2x2x2: L B D F’ . B D’
2x2x3: F’ U2 F U
F2L: R’ F’ R2 F2 R D’ F D
OLL: D’ L D F D’ F’ L’ F D
PLL: F2
undo premove: U
at . insert: F L2 F’ R2 F L2 F’ R2
F’ F cancel at ., D D’ cancel before OLL.
I was very proud of this until Arnaud posted his 22 move solution. It seems like Arnaud almost always beats me by about 10 moves. Arnaud, you’re amazing.


----------



## AvGalen (May 26, 2008)

Don't feel less proud of your solution just because of my ridiculous 22 Mike. I really consider that a lucky solve because of the start and the perfect cancellations. 

Your blindfolded results seem at least as amazing to me. I hope you can come to the US Open and do that experiment with me. (I will bring an extra clock with me )

For your FMC solution I found a small change at the end where you could have saved 4 moves. I really think that you would have found that solution if you hadn't known the OLL. (I guess my lack of algs can be an advantage sometimes)

Keep this part:
Premove U to see what’s going on.
2x2x2: L B D F’ . B D’
2x2x3: F’ U2 F U
F2L: R’ F’ R2 F2 R 

Change this part:
D’ F D
OLL: D’ L D F D’ F’ L’ F D

To this:
R F R' (orient edges)
F' D' F2 D (finish F2L + edges last layer)

I was only trying to do the edges of the last layer, but got full OLL. Orienting the corners really isn't important though, you only need 1 correctly oriented and permuted corner to finish with a corner 3-cycle insertion.
What I did find amazing was that after this, the last layer was exactly the same, so your finish and insertion still works 

PLL: F2
undo premove: U
at . insert: F L2 F’ R2 F L2 F’ R2
F’ F cancel at ., D D’ cancel before OLL.

Good luck getting sub 30 next time, but don't feel bad if you don't. Getting sub-40 is "easy", sub-35 is already hard work, sub-32 is world-class and anything below 30 requires luck and/or the skill-level of people like Mirek/Per/Guus.


----------



## Mike Hughey (May 26, 2008)

AvGalen said:


> I hope you can come to the US Open and do that experiment with me. (I will bring an extra clock with me )


I hope so too.



AvGalen said:


> For your FMC solution I found a small change at the end where you could have saved 4 moves. I really think that you would have found that solution if you hadn't known the OLL. (I guess my lack of algs can be an advantage sometimes)
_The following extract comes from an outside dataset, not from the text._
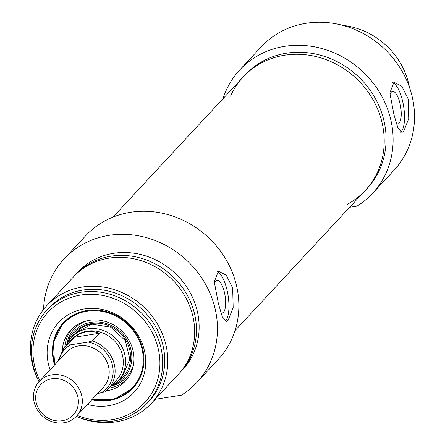 <?xml version="1.0" encoding="UTF-8"?>
<svg xmlns="http://www.w3.org/2000/svg" width="445" height="445" viewBox="0 0 445 445"><rect width="100%" height="100%" fill="white"/><g stroke="black" fill="none" stroke-linecap="round" stroke-linejoin="round"><path stroke-width="0.67" d="M400.684 132.198A25.448 8.572 81 0 0 401.195 131.72A25.448 8.572 81 0 0 403.42 105.098A25.448 8.572 81 0 0 392.523 82.714M396.489 123.849A16.504 5.557 81 0 0 397.763 124.06A16.504 5.557 81 0 0 399.076 123.298A16.504 5.557 81 0 0 400.289 104.803A16.504 5.557 81 0 0 392.59 91.464A16.504 5.557 81 0 0 391.272 92.226A16.504 5.557 81 0 0 389.987 94.651M408.26 99.113L408.738 118.581L403.721 131.32L401.918 132.454L397.858 127.787L393.925 114.532L389.848 92.938L393.942 82.197L401.813 86.258L408.26 99.113M222.962 98.746A90.658 82.536 42.9 0 1 239.716 69.965A90.658 82.536 42.9 0 1 362.313 71.217A90.658 82.536 42.9 0 1 372.537 193.391A90.658 82.536 42.9 0 1 357.085 206.113L349.625 207.298M347.05 204.466A83.343 75.878 -137.1 0 0 365.295 190.438A83.343 75.878 -137.1 0 0 355.894 78.12A83.343 75.878 -137.1 0 0 243.192 76.974A83.343 75.878 -137.1 0 0 230.538 96.198M245.073 74.949A83.343 75.878 42.9 0 1 357.774 76.095A83.343 75.878 42.9 0 1 367.181 188.413L365.295 190.438A83.343 75.878 -137.1 0 0 355.894 78.12A83.343 75.878 -137.1 0 0 243.192 76.974L245.073 74.949M409.4 87.142A71.573 65.159 -137.1 0 0 342.978 25.421M372.537 193.391L393.947 170.352A90.658 82.536 -137.1 0 0 383.718 48.177A90.658 82.536 -137.1 0 0 261.126 46.931L239.716 69.965M63.935 422.75A25.448 23.168 -137.1 0 0 76.557 416.114A25.448 23.168 -137.1 0 0 73.686 381.821A25.448 23.168 -137.1 0 0 39.271 381.471A25.448 23.168 -137.1 0 0 37.213 409.673A25.448 23.168 -137.1 0 0 63.935 422.75M62.283 420.72A22.267 20.27 42.9 0 1 36.457 392.123A22.267 20.27 42.9 0 1 72.318 386.427A22.267 20.27 42.9 0 1 62.283 420.72M97.538 393.536L105.076 391.889A30.221 27.512 -137.1 0 0 108.269 388.997A30.221 27.512 -137.1 0 0 92.287 340.981L88.038 342.066L70.538 344.842L67.189 344.964L74.354 337.254C82.408 331.219 90.774 329.895 99.452 333.266L92.287 340.981M67.189 344.964A30.221 27.512 -137.1 0 0 63.997 347.857L72.173 339.051A30.221 27.512 -137.1 0 1 113.041 339.468A30.221 27.512 -137.1 0 1 116.451 380.191L105.076 391.889M99.452 333.266L74.354 337.254M111.072 385.982A31.812 28.958 -137.1 0 0 118.392 380.442A31.812 28.958 -137.1 0 0 114.804 337.571A31.812 28.958 -137.1 0 0 71.784 337.132A31.812 28.958 -137.1 0 0 66.794 344.842M112.863 384.97A34.037 30.989 -137.1 0 0 120.284 331.675A34.037 30.989 -137.1 0 0 67.673 342.978M106.438 390.782A37.374 34.026 -137.1 0 0 126.931 379.318A37.374 34.026 -137.1 0 0 127.921 338.523A37.374 34.026 -137.1 0 0 89.295 320.322A37.374 34.026 -137.1 0 0 72.279 328.532A37.374 34.026 -137.1 0 0 62.35 349.815M63.318 322.886A47.715 43.443 -137.1 0 0 54.657 364.911M91.943 399.56A47.715 43.443 -137.1 0 0 109.598 400.239A47.715 43.443 -137.1 0 0 133.222 387.845L114.576 399.159L91.909 399.593M43.543 309.403A90.658 82.536 42.9 0 1 64.058 259.001A90.658 82.536 42.9 0 1 186.655 260.247A90.658 82.536 42.9 0 1 196.885 382.422A90.658 82.536 42.9 0 1 181.432 395.149L155.121 399.326M74.471 275.856A71.573 65.159 42.9 0 1 75.355 274.882L78.042 271.99A71.573 65.159 42.9 0 1 174.829 272.98A71.573 65.159 42.9 0 1 182.901 369.433L180.214 372.32A71.573 65.159 42.9 0 1 179.307 373.277M196.885 382.422L218.289 359.382A90.658 82.536 -137.1 0 0 208.065 237.207A90.658 82.536 -137.1 0 0 85.468 235.961L64.058 259.001M75.355 274.882A71.573 65.159 42.9 0 1 172.137 275.867A71.573 65.159 42.9 0 1 180.214 372.32M39.021 381.743A71.573 65.159 42.9 0 1 46.692 305.732L73.564 276.812A71.573 65.159 42.9 0 1 170.346 277.797A71.573 65.159 42.9 0 1 178.423 374.251L151.55 403.17A71.573 65.159 42.9 0 1 116.045 421.832A71.573 65.159 42.9 0 1 76.301 416.387M46.692 305.732A71.573 65.159 42.9 0 1 143.474 306.716A71.573 65.159 42.9 0 1 151.55 403.17M46.959 310.109L49.022 307.896A68.391 62.267 42.9 0 1 141.504 308.836A68.391 62.267 42.9 0 1 149.22 401.006L147.162 403.22A68.391 62.267 -137.1 0 0 139.446 311.055A68.391 62.267 -137.1 0 0 46.959 310.109A68.391 62.267 -137.1 0 0 39.077 381.682M218.362 303.468L214.279 281.874L218.373 271.133L226.249 275.194L232.691 288.049L233.169 307.512L228.152 320.255L226.355 321.39L222.294 316.723L218.362 303.468M76.356 416.325A68.391 62.267 -137.1 0 0 113.23 421.053A68.391 62.267 -137.1 0 0 147.162 403.22M39.939 380.753A66.166 60.236 42.9 0 1 71.773 297.204A66.166 60.236 42.9 0 1 156.618 342.934A66.166 60.236 42.9 0 1 112.079 419.635A66.166 60.236 42.9 0 1 77.224 415.396M87.404 404.438A51.386 46.786 -137.1 0 0 108.586 405.723A51.386 46.786 -137.1 0 0 143.78 348.124A51.386 46.786 -137.1 0 0 81.073 309.587A51.386 46.786 -137.1 0 0 50.124 369.795M54.568 365.011A47.715 43.443 42.9 0 1 63.268 322.931A47.715 43.443 42.9 0 1 127.793 323.593A47.715 43.443 42.9 0 1 133.177 387.895A47.715 43.443 42.9 0 1 109.509 400.333A47.715 43.443 42.9 0 1 91.854 399.655M214.423 283.587A16.504 5.557 -99 0 1 215.708 281.162A16.504 5.557 -99 0 1 217.021 280.4A16.504 5.557 -99 0 1 224.719 293.739A16.504 5.557 -99 0 1 223.512 312.234A16.504 5.557 -99 0 1 222.2 312.996A16.504 5.557 -99 0 1 220.92 312.785M216.954 271.65A25.448 8.572 -99 0 1 227.851 294.034A25.448 8.572 -99 0 1 225.626 320.656A25.448 8.572 -99 0 1 225.114 321.134M39.271 381.471L66.144 352.551A25.448 23.168 42.9 0 1 100.559 352.902A25.448 23.168 42.9 0 1 103.429 387.195L76.557 416.114M88.038 342.066A28.63 26.066 42.9 0 1 112.307 364.683A28.63 26.066 42.9 0 1 100.826 392.974M58.912 360.333A28.63 26.066 42.9 0 1 70.538 344.842M117.53 381.32A32.763 29.832 -137.1 0 0 127.682 343.89A32.763 29.832 -137.1 0 0 91.442 323.532A32.763 29.832 -137.1 0 0 70.972 338.055M92.232 399.248A47.081 42.859 -137.1 0 0 143.229 357.057A47.081 42.859 -137.1 0 0 87.003 311.189A47.081 42.859 -137.1 0 0 54.946 364.605M91.982 324.066A31.829 28.975 -137.1 0 0 75.544 333.088M110.916 386.149A35.6 32.413 -137.1 0 0 133.533 364.472M86.603 320.862A35.6 32.413 -137.1 0 0 66.639 345.009M73.514 327.442A37.146 33.82 -137.1 0 0 64.848 346.939M109.125 388.079A37.146 33.82 -137.1 0 0 127.932 378.011M57.333 362.03L63.997 347.857M76.167 332.421L71.784 337.132M122.77 375.73L118.392 380.442M63.312 322.886L53.4 342.305L54.624 364.95M76.139 332.448L91.859 324.183L110.744 327.181L125.29 340.564L129.862 359.148L122.748 375.752M235.043 330.607L365.295 190.438M112.941 217.143L243.192 76.974"/></g></svg>

Thank you for that - what a very nice improvement. One of my problems is running out of time, though - I was pretty pressed for time finding the insertion I found - I found the insertion around 56 minutes. (Without it it was something like 35 moves - I had that written down just in case.) If I had had more time, I might have looked for something like that (although I'm still not sure I would have found it.




AvGalen said:


> Good luck getting sub 30 next time, but don't feel bad if you don't. Getting sub-40 is "easy", sub-35 is already hard work, sub-32 is world-class and anything below 30 requires luck and/or the skill-level of people like Mirek/Per/Guus.


I think you forgot Arnaud in that list.  You have gotten quite a few sub-30 solves, you know. You really do belong in that list!


----------



## alexc (May 26, 2008)

@Mike

Change LH to lighthouse and keep OH as one handed.


----------



## Mike Hughey (May 26, 2008)

alexc said:


> @Mike
> 
> Change LH to lighthouse and keep OH as one handed.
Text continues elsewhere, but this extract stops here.